=== Problem description ===
Nothing but the lines from the top of the data to the line holding "- Up to frame 4" should be printed, word for word and both ends included; leave the pictures out.

=== Material supplied ===
■ ■ ■ ■
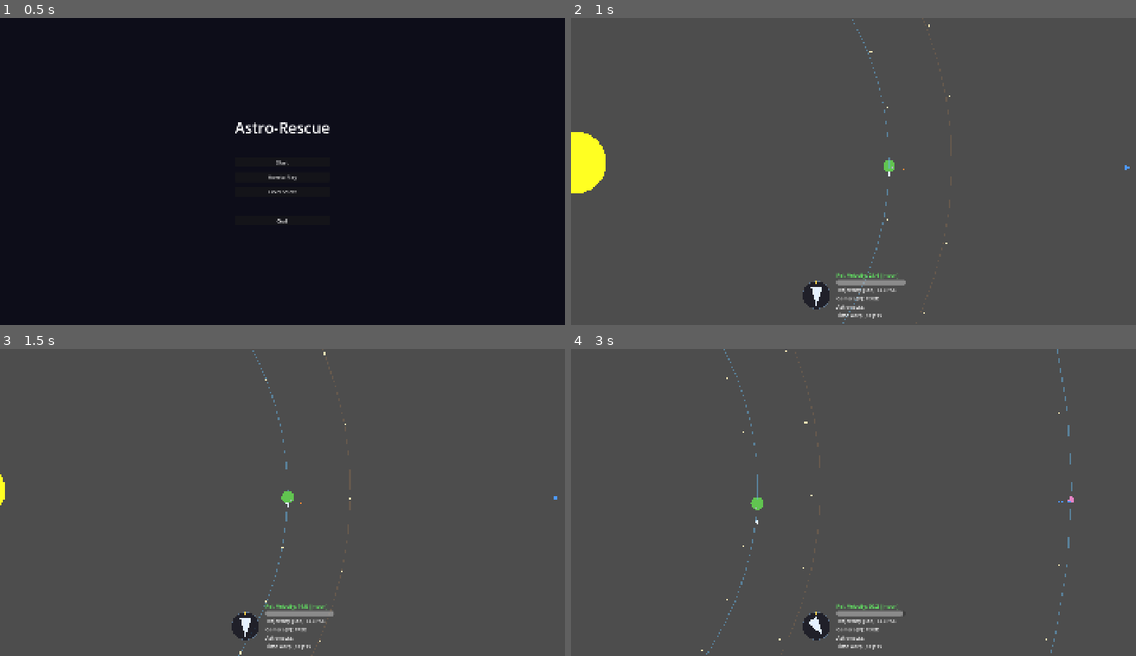
Above: before the commit, frames 1-4 (two rows, left to right).
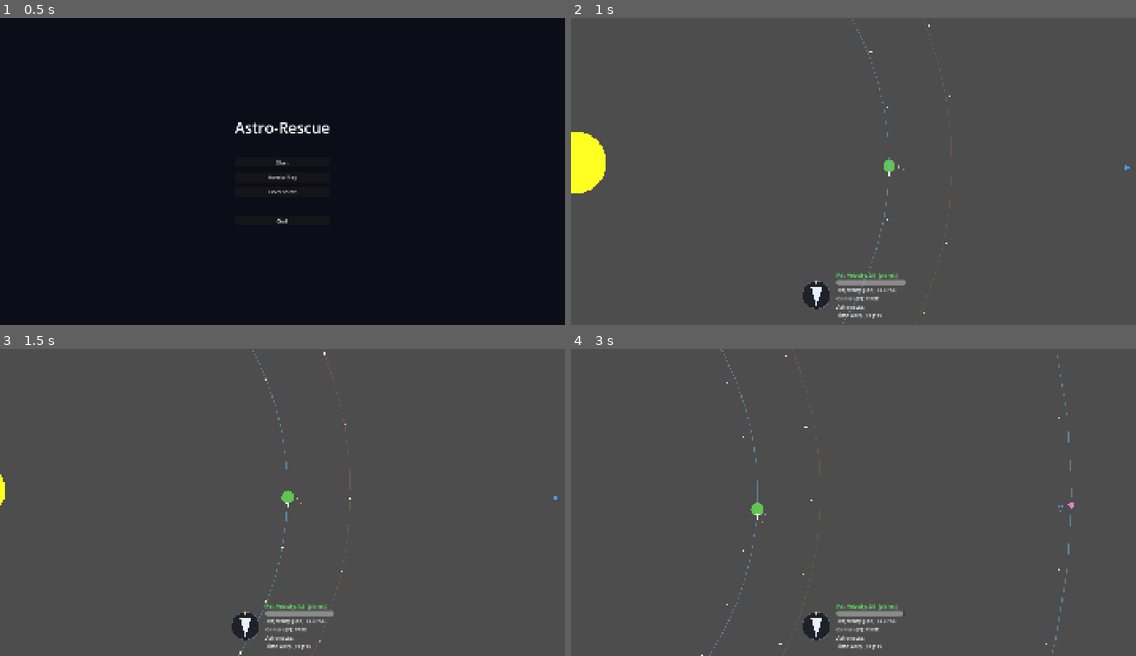
Above: after the commit, the same moments.

Repository: swan-eternal/astrorescue
Game: Godot game, scene res://scenes/main_menu.tscn
Same seed, same stepped clock (60 frames per second), same inputs: the game is played once before the commit and once after it.
Inputs (mouse positions are in pixels of both pictures, inside the frame that each line leads up to):
- Up to frame 1 (0.5 s): no input
- Up to frame 2 (1 s): click "Start" at 0.5 s
- Up to frame 3 (1.5 s): move the mouse to (254, 563) at 1.27 s; hold Up (thrust) from 1.28 s (still down); tap F (toggle_free_camera) at 1.35 s; click (254, 563) at 1.42 s
- Up to frame 4 (3 s): release Up (thrust) at 2 s; drag from (1023, 548) to (825, 563) at 2.02 s; move the mouse to (684, 456) at 2.77 s; hold A (rotate_left) from 2.78 s (still down); tap F (toggle_free_camera) at 2.85 s

Frame 1 is identical in both runs. In frame 2, less than 0.1% of the frame differs, in the area x 52-59%, y 47-86%; in frame 3, less than 0.1%; in frame 4, 0.8%, in the area x 23-89%, y 0-100%.

Commit message:
refactor(moon): subordinate children + surface-relative orbit
Moons are now scene-tree children of their host planets, with orbit distance
measured from the planet's SURFACE. JSON schema bumped v2 → v3.

- scripts/moon.gd: full rewrite. Drops `host_planet_name` export and host
  lookup; uses `get_parent()` + cached `_host_radius`. Orbit math offsets
  by `_host_radius` so JSON stays surface-relative while OrbitCalculator
  receives center-relative distances. Position is local (Godot auto-applies
  parent transform); velocity is still world-frame for collision reads.
- scripts/level_loader.gd: removes `_instantiate_moon` and its dispatch
  arm; adds `_instantiate_planet_moon(planet, spec)` that adds the moon
  as a child of the planet. `_instantiate_planet` loops over
  `spec.get("moons", [])`. Schema version check bumped to 3.

Schema v2 → v3:
- data/levels/level_01.json: rewritten. Moon entry moved into earth's
  `moons[]` array. Orbit values re-tuned (perihelion 20, aphelion 30 from
  surface → 60–70 from earth center, well clear of earth radius 40).
- data/levels/level_02.json, level_03.json: version bump only (no moons).

Closes the moon-inside-planet bug (level_01's moon was at 25–35 from earth
center, permanently inside the planet). The `68bb4ba` body_label lookup bug
is gone at the architecture level — the lookup pattern no longer exists
for moons.

Diff:
--- a/data/levels/level_01.json
+++ b/data/levels/level_01.json
@@ -1,16 +1,13 @@
 {
   "name": "Level 01",
-  "version": 2,
+  "version": 3,
   "bodies": [
     {
       "type": "sun",
       "mass": 4000000,
       "radius": 200.0,
       "is_landable": false,
-      "position": [
-        -1,
-        -3
-      ]
+      "position": [-1, -3]
     },
     {
       "type": "planet",
@@ -20,34 +17,25 @@
       "has_fuel": true,
       "mass": 10000,
       "radius": 40.0,
-      "color": [
-        0.3823967,
-        0.77151555,
-        0.31417027,
-        1.0
-      ],
+      "color": [0.3823967, 0.77151555, 0.31417027, 1.0],
       "perihelion": 1847.7,
       "aphelion": 2000.0,
       "angle_of_aphelion": 3.141592653589793,
       "phase": 3.141592653589793,
       "fuel_orbit_radius": 50.0,
-      "fuel_orbit_speed": 0.5
-    },
-    {
-      "type": "moon",
-      "host_planet": "earth",
-      "mass": 10.0,
-      "radius": 6.0,
-      "color": [
-        0.7,
-        0.7,
-        0.8
-      ],
-      "perihelion": 25.0,
-      "aphelion": 35.0,
-      "angle_of_aphelion": 0.0,
-      "phase": 0.0,
-      "is_landable": true
+      "fuel_orbit_speed": 0.5,
+      "moons": [
+        {
+          "radius": 6.0,
+          "color": [0.7, 0.7, 0.8],
+          "perihelion": 20.0,
+          "aphelion": 30.0,
+          "angle_of_aphelion": 0.0,
+          "phase": 0.0,
+          "is_landable": true,
+          "mass": 10.0
+        }
+      ]
     },
     {
       "type": "planet",
@@ -57,12 +45,7 @@
       "has_fuel": false,
       "mass": 20000,
       "radius": 20.0,
-      "color": [
-        0.8983825,
-        0.51649755,
-        0.7749227,
-        1.0
-      ],
+      "color": [0.8983825, 0.51649755, 0.7749227, 1.0],
       "perihelion": 4000.0,
       "aphelion": 4913.5,
       "angle_of_aphelion": 0.0,
@@ -72,11 +55,7 @@
       "type": "asteroid",
       "mass": 0.0,
       "radius": 8.0,
-      "color": [
-        0.5,
-        0.4,
-        0.3
-      ],
+      "color": [0.5, 0.4, 0.3],
       "perihelion": 2400.0,
       "aphelion": 2400.0,
       "angle_of_aphelion": 0.0,
@@ -85,13 +64,7 @@
     }
   ],
   "rocket": {
-    "initial_position": [
-      3500.0,
-      0.0
-    ],
-    "initial_velocity": [
-      0.0,
-      50.0
-    ]
+    "initial_position": [3500.0, 0.0],
+    "initial_velocity": [0.0, 50.0]
   }
 }
--- a/data/levels/level_02.json
+++ b/data/levels/level_02.json
@@ -1,6 +1,6 @@
 {
   "name": "Level 02",
-  "version": 2,
+  "version": 3,
 
   "bodies": [
     {
--- a/data/levels/level_03.json
+++ b/data/levels/level_03.json
@@ -1,6 +1,6 @@
 {
   "name": "Level 03",
-  "version": 2,
+  "version": 3,
 
   "bodies": [
     {
--- a/scripts/level_loader.gd
+++ b/scripts/level_loader.gd
@@ -4,8 +4,10 @@
 ##
 ## Attached to scenes/level.tscn (the shared infrastructure scene). On
 ## _ready, reads `data/levels/level_<SaveState.current_level_number>.json`,
-## instantiates bodies (sun, planets) from the spec, and configures
-## the rocket's @exports.
+## instantiates bodies (sun, planets, asteroids) from the spec, and
+## configures the rocket's @exports. Moons are nested under planets in
+## JSON's `moons[]` arrays and instantiated as children of their host
+## planets — see `_instantiate_planet_moon`.
 ##
 ## All level-specific data lives in JSON — this loader is the only
 ## script that interprets it. The shared level.tscn contains no
@@ -56,8 +58,8 @@
 	# polymorphism; earlier schemas (v1) used orbit_radius and a
 	# separate sun/planets[] layout — not supported here.
 	var version: int = data.get("version", 0)
-	if version != 2:
-		push_error("LevelLoader: unsupported schema version %d (expected 2)" % version)
+	if version != 3:
+		push_error("LevelLoader: unsupported schema version %d (expected 3)" % version)
 		return
 
 	# Instantiate each body in the JSON spec.
@@ -68,8 +70,6 @@
 				_instantiate_sun(body_spec)
 			"planet":
 				_instantiate_planet(body_spec)
-			"moon":
-				_instantiate_moon(body_spec)
 			"asteroid":
 				_instantiate_asteroid(body_spec)
 			_:
@@ -101,9 +101,9 @@
 	var planet := PLANET_SCENE.instantiate()
 	get_node("../PlanetContainer").add_child(planet)
 
-	# Display name (used by other bodies for lookup, e.g. moon's
-	# host_planet_name). Read from JSON's "name" key, defaults to
-	# "planet" if missing.
+	# Display name (read from JSON's "name" key, defaults to "planet"
+	# if missing). Used in win/lose UI and HUD to identify the planet
+	# to the player; not used for scene-tree relationships.
 	planet.body_label = spec.get("name", "planet")
 
 	# Level-design flags.
@@ -141,6 +141,13 @@
 
 	# Physics.
 	planet.mass = spec.get("mass", 1000.0)
+
+	# Spawn moons as children of this planet. Each moon's parent in
+	# the scene tree IS its host planet — see scripts/moon.gd and
+	# `_instantiate_planet_moon`. Moons are surface-relative to the
+	# planet, not center-relative.
+	for moon_spec in spec.get("moons", []):
+		_instantiate_planet_moon(planet, moon_spec)
 
 
 ## Configure the rocket's @exports from the JSON's "rocket" section.
@@ -178,15 +185,25 @@
 			rocket.initial_velocity = Vector2(vel[0], vel[1])
 
 
-## Instantiate a moon and configure its @exports from the JSON spec.
-## @exports are set AFTER add_child per skill §1.5; the moon script
-## is fully initialized at that point. Same pattern as
-## `_instantiate_planet`: set properties, then call apply_visual,
-## spawn_dynamic_children, and resolve_orbit (the last needs
-## host_planet_name from JSON to be in place first).
-func _instantiate_moon(spec: Dictionary) -> void:
+## Instantiate a moon as a CHILD of the given planet and configure its
+## @exports from the JSON spec. Same init-order pattern as
+## `_instantiate_planet`: add_child, set @exports, then call
+## apply_visual + spawn_dynamic_children + resolve_orbit. The moon's
+## parent in the scene tree IS its host planet — no name lookup needed.
+##
+## The moon's perihelion and aphelion are **surface-relative** to the
+## host planet (see scripts/moon.gd header). The moon script adds the
+## host's radius internally to compute center-relative orbital distance,
+## which makes it physically impossible for a moon to render inside its
+## planet.
+##
+## Pre-refactor design: moons were siblings of planets, added to
+## PlanetContainer alongside them, and used a `host_planet_name` string
+## lookup to find their host. The body_label lookup bug (commit
+## `68bb4ba`) is gone with the new architecture.
+func _instantiate_planet_moon(planet: Node2D, spec: Dictionary) -> void:
 	var moon := MOON_SCENE.instantiate()
-	get_node("../PlanetContainer").add_child(moon)
+	planet.add_child(moon)
 
 	# Gameplay flags.
 	moon.is_landable = spec.get("is_landable", true)
@@ -195,13 +212,13 @@
 	moon.fuel_orbit_radius = spec.get("fuel_orbit_radius", 8.0)
 	moon.fuel_orbit_speed = spec.get("fuel_orbit_speed", 0.5)
 
-	# Orbital elements (relative to host planet).
+	# Orbital elements (relative to host planet's SURFACE). The moon
+	# script offsets by host_radius internally.
 	moon.perihelion = spec.get("perihelion", 30.0)
 	moon.aphelion = spec.get("aphelion", 30.0)
 	moon.angle_of_aphelion = spec.get("angle_of_aphelion", 0.0)
 	moon.phase = spec.get("phase", 0.0)
 	moon.mass = spec.get("mass", 10.0)
-	moon.host_planet_name = spec.get("host_planet", "")
 
 	# Visual.
 	moon.radius = spec.get("radius", 6.0)
@@ -211,8 +228,10 @@
 			var alpha: float = col[3] if col.size() >= 4 else 1.0
 			moon.color = Color(col[0], col[1], col[2], alpha)
 
-	# Order matters: apply_visual and spawn_dynamic_children both read
-	# @exports we just set; resolve_orbit needs host_planet_name set.
+	# Same init-order pattern as planets: visual + children need @exports
+	# set first; resolve_orbit needs _host_radius cached in _ready
+	# (which fires on add_child above — planet's @exports were already
+	# set by _instantiate_planet before this loop runs).
 	moon.apply_visual()
 	moon.spawn_dynamic_children()
 	moon.resolve_orbit()
--- a/scripts/moon.gd
+++ b/scripts/moon.gd
@@ -2,40 +2,57 @@
 ##
 ## A moon — orbits a host planet (not the sun) using the same closed-form
 ## orbital mechanics as `planet.gd`, with the host planet's mass as the
-## central body. Each physics tick:
-##
-##   world_position = host_planet.global_position + state["position"]
-##   world_velocity = host_planet.velocity + state["velocity"]
-##
-## — both in the host's reference frame, then offset to world coords.
+## central body.
+##
+## Architecture: moons are CHILDREN of their host planet in the scene tree,
+## not siblings. `level_loader.gd::_instantiate_planet_moon` adds each moon
+## as a child of its planet after the planet's @exports are set, so the
+## moon's `get_parent()` is always the host planet. This eliminates the
+## host_planet-name lookup that the old architecture needed (and that had
+## a bug fix in commit `68bb4ba`).
+##
+## Each physics tick:
+##
+##   state = OrbitCalculator.compute_state(
+##       host_radius + perihelion,    # center-relative distance
+##       host_radius + aphelion,      # center-relative distance
+##       angle_of_aphelion, phase, GameTime.current, host_mass
+##   )
+##   position = state["position"]                      # local (Godot applies parent transform)
+##   velocity = parent.velocity + state["velocity"]    # world-frame (for rocket collision reads)
+##
+## Perihelion and aphelion in the JSON are **distance from the planet's
+## SURFACE** (not center). The script adds `host_radius` internally so the
+## OrbitCalculator math is consistent with planet orbits (which use
+## center-relative distance). This makes it physically impossible for a
+## moon to render inside its planet — earth (radius 40) with a moon
+## perihelion of 5 orbits at 45 from center, well clear of the surface.
 ##
 ## As an attractor: yes (joins "attractors" group; the rocket's gravity
-## loop reads `mass` like any other body). Default mass is small (10)
-## so the gravity pull on the rocket is gentle — moons pull the
-## rocket around, but the dominant pull is still the host planet (and
-## the sun).
-##
-## Landable: default true. Use `is_landable = false` in JSON if you
-## want a moon that's a hazard rather than a target.
+## loop reads `mass` like any other body). Default mass is small (10) so
+## the gravity pull on the rocket is gentle — moons perturb, not dominate.
+##
+## Landable: default true. Use `is_landable = false` in JSON if you want
+## a moon that's a hazard rather than a target.
 ##
 ## Astronaut + fuel flags: same as planets. Spawn via
 ## `spawn_dynamic_children()` called explicitly by `level_loader.gd`
 ## after @exports are set (see the same pattern in `planet.gd`).
 ##
 
-# --- Orbital elements (relative to the host planet) ---
-
-## Name of the host planet to orbit. The level_loader resolves this
-## string to a Node2D in the "attractors" group during
-## `resolve_orbit()`. Required — moons have no meaningful orbit
-## without a host.
-@export var host_planet_name: String = ""
-
-## Distance at closest approach to the host planet. Must be > 0.
+
+# --- Orbital elements (relative to the host planet's SURFACE) ---
+
+## Distance at closest approach to the host planet's SURFACE, in world
+## units. The script adds the host planet's radius internally, so the
+## actual orbital perihelion (distance from planet center) is
+## `host_radius + this value`. Must be >= 0 to keep the moon outside
+## the planet.
 @export var perihelion: float = 30.0
 
-## Distance at farthest approach from the host planet. Equal to
-## `perihelion` for a circular orbit.
+## Distance at farthest approach from the host planet's SURFACE. Same
+## offset semantics as `perihelion`. Equal to `perihelion` for a
+## circular orbit.
 @export var aphelion: float = 30.0
 
 ## Orientation of the orbital ellipse, in radians.
@@ -48,8 +65,8 @@
 # --- Visual ---
 
 ## Visual radius (world units). Doesn't affect physics — only the
-## rendered Polygon2D shape. Build collision radius uses this same
-## value (single source of truth).
+## rendered Polygon2D shape. Collision radius uses this same value
+## (single source of truth).
 @export var radius: float = 6.0
 
 ## Fill color for the moon's visual.
@@ -58,8 +75,8 @@
 
 # --- Physics ---
 
-## Gravitational mass. Smaller than typical planets by default; tune
-## per level to control how strongly the moon tugs the rocket.
+## Gravitational mass. Smaller than typical planets by default; tune per
+## level to control how strongly the moon tugs the rocket.
 @export var mass: float = 10.0
 
 
@@ -84,8 +101,8 @@
 @export var fuel_orbit_speed: float = 0.5
 
 
-# Universal gravitational constant. Matches orbit_calculator.gd and
-# other body scripts — keep in sync.
+# Universal gravitational constant. Matches orbit_calculator.gd and other
+# body scripts — keep in sync.
 const G: float = 1.0
 
 
@@ -95,24 +112,37 @@
 
 # --- Runtime state ---
 
-# Cached reference to the host planet. Set in `resolve_orbit()` after
-# the loader has set `host_planet_name` from JSON.
-var host_planet: Node2D = null
-
-# World-frame velocity. Updated each physics tick — used by the
-# rocket's collision branch for the rel_speed landing/crash check.
+# Cached reference to the host planet. Always `get_parent()` — the loader
+# adds moons as children of their planets (see `_ready`).
+var _host: Node2D = null
+
+# Cached host planet radius (world units). Read from the parent in
+# `_ready`. The loader sets the planet's @export BEFORE adding moons as
+# children, so the cache captures the JSON value, not the @export default.
+var _host_radius: float = 0.0
+
+# World-frame velocity. Updated each physics tick — used by the rocket's
+# collision branch for the rel_speed landing/crash check. = parent's
+# world velocity (planet) + our orbital velocity (relative to planet).
 var velocity: Vector2 = Vector2.ZERO
 
 
 @onready var _poly: Polygon2D = $Polygon2D
 
 
-## Build a placeholder visual, register with "attractors". The rest of
-## the init (host lookup, initial position, dynamic children) is
-## deferred to methods called by `level_loader.gd` after @export
-## values are set. Same pattern as `planet.gd` to avoid init-order
-## bugs from the @export-after-add_child rule (skill §1.5).
+## Cache the host planet and its radius, build a placeholder visual,
+## register with "attractors". The rest of the init (visual from current
+## @exports, dynamic children, initial position) is deferred to methods
+## called by `level_loader.gd` after @export values are set. Same pattern
+## as `planet.gd` to avoid init-order bugs from the @export-after-add_child
+## rule (skill §1.5).
+##
+## At this point the parent (planet) has already had its @exports set by
+## the loader, so `get_parent().get("radius")` is the JSON value, not the
+## default. Cache it for use in `_physics_process`.
 func _ready() -> void:
+	_host = get_parent()
+	_host_radius = float(_host.get("radius"))
 	apply_visual()
 	add_to_group("attractors")
 
@@ -125,27 +155,18 @@
 	_poly.polygon = _make_circle(radius, 32)
 
 
-## Resolve the host planet (by name from "attractors") and place
-## ourselves at the orbit-derived initial position. Called by
-## `level_loader._instantiate_moon` AFTER `host_planet_name` is set.
+## Compute the closed-form orbital position at t=0 (relative to the host
+## planet's center) and place ourselves there. Called by
+## `level_loader._instantiate_planet_moon` AFTER the moon's @export
+## values are set. Host is always `get_parent()` — no name lookup needed
+## (the pre-refactor design had a `body_label` lookup bug here, fixed in
+## commit `68bb4ba`; with the parent-child architecture that whole class
+## of bug is gone).
 func resolve_orbit() -> void:
-	for body in get_tree().get_nodes_in_group("attractors"):
-		# Match against body's `body_label` @export (set by
-		# level_loader from JSON's "name" key), NOT `body.name`
-		# which is the Node's scene-tree identifier and is
-		# always "planet" from scenes/planet.tscn.
-		if body.get("body_label") == host_planet_name:
-			host_planet = body
-			break
-
-	if host_planet == null:
-		push_warning("Moon: host_planet '%s' not found in 'attractors' group" % host_planet_name)
-		return
-
-	# Initial position relative to host planet (closed-form orbit at t=0).
-	var host_mass: float = _get_host_mass()
 	var state: Dictionary = OrbitCalculator.compute_state(
-		perihelion, aphelion, angle_of_aphelion, phase, 0.0, host_mass
+		_host_radius + perihelion,
+		_host_radius + aphelion,
+		angle_of_aphelion, phase, 0.0, _get_host_mass()
 	)
 	position = state["position"]
 	velocity = state["velocity"]
@@ -165,33 +186,32 @@
 		fuel_pickup.orbit_speed = fuel_orbit_speed
 
 
-## Each physics tick: compute closed-form position relative to the
-## host planet (Kepler equation via `orbit_calculator.gd`) and place
-## ourselves in world coordinates. Same math as `planet.gd` — just
-## with the host planet's mass as central body.
+## Each physics tick: compute closed-form position relative to the host
+## planet (Kepler equation via `orbit_calculator.gd`) and place ourselves.
+## `perihelion` and `aphelion` are surface-relative in the JSON; the
+## script offsets by `_host_radius` so OrbitCalculator receives
+## center-relative distances.
+##
+## Position is set as a LOCAL position — Godot applies the parent's
+## transform automatically because we're a child node, so the moon's
+## world position is correct without manual offset math. Velocity is
+## set as a WORLD-frame vector so `rocket.gd`'s collision branch can
+## read it directly for the rel_speed landing/crash check.
 func _physics_process(_delta: float) -> void:
-	if host_planet == null:
-		return
-	var host_mass: float = _get_host_mass()
 	var state: Dictionary = OrbitCalculator.compute_state(
-		perihelion, aphelion, angle_of_aphelion, phase, GameTime.current, host_mass
+		_host_radius + perihelion,
+		_host_radius + aphelion,
+		angle_of_aphelion, phase, GameTime.current, _get_host_mass()
 	)
-	var planet_velocity: Vector2 = Vector2(host_planet.get("velocity"))
-	# World position = host's world position + moon's offset in
-	# the host's reference frame.
-	global_position = host_planet.global_position + state["position"]
-	# World velocity = host's world velocity + moon's relative velocity.
-	# Needed by the rocket's rel_speed landing/crash check.
-	velocity = planet_velocity + state["velocity"]
-
-
-# Read the host planet's mass. Fallback small constant if the host
-# hasn't been resolved yet (shouldn't happen after resolve_orbit()
-# runs, but defensive against misordered loader calls).
+	position = state["position"]
+	velocity = Vector2(_host.get("velocity")) + state["velocity"]
+
+
+# Read the host planet's mass. Called once per physics tick — direct
+# accessor, no defensive null check (the parent is always set by the
+# loader; if it isn't, we have a much bigger problem than a crash here).
 func _get_host_mass() -> float:
-	if host_planet == null:
-		return 10.0
-	return float(host_planet.get("mass"))
+	return float(_host.get("mass"))
 
 
 # Build a closed circle polygon for the visual.
■ ■ ■ ■
=== Solution to the exercise ===
Above: before the commit, frames 1-4 (two rows, left to right).
Above: after the commit, the same moments.

Repository: swan-eternal/astrorescue
Game: Godot game, scene res://scenes/main_menu.tscn
Same seed, same stepped clock (60 frames per second), same inputs: the game is played once before the commit and once after it.
Inputs (mouse positions are in pixels of both pictures, inside the frame that each line leads up to):
- Up to frame 1 (0.5 s): no input
- Up to frame 2 (1 s): click "Start" at 0.5 s
- Up to frame 3 (1.5 s): move the mouse to (254, 563) at 1.27 s; hold Up (thrust) from 1.28 s (still down); tap F (toggle_free_camera) at 1.35 s; click (254, 563) at 1.42 s
- Up to frame 4 (3 s): release Up (thrust) at 2 s; drag from (1023, 548) to (825, 563) at 2.02 s; move the mouse to (684, 456) at 2.77 s; hold A (rotate_left) from 2.78 s (still down); tap F (toggle_free_camera) at 2.85 s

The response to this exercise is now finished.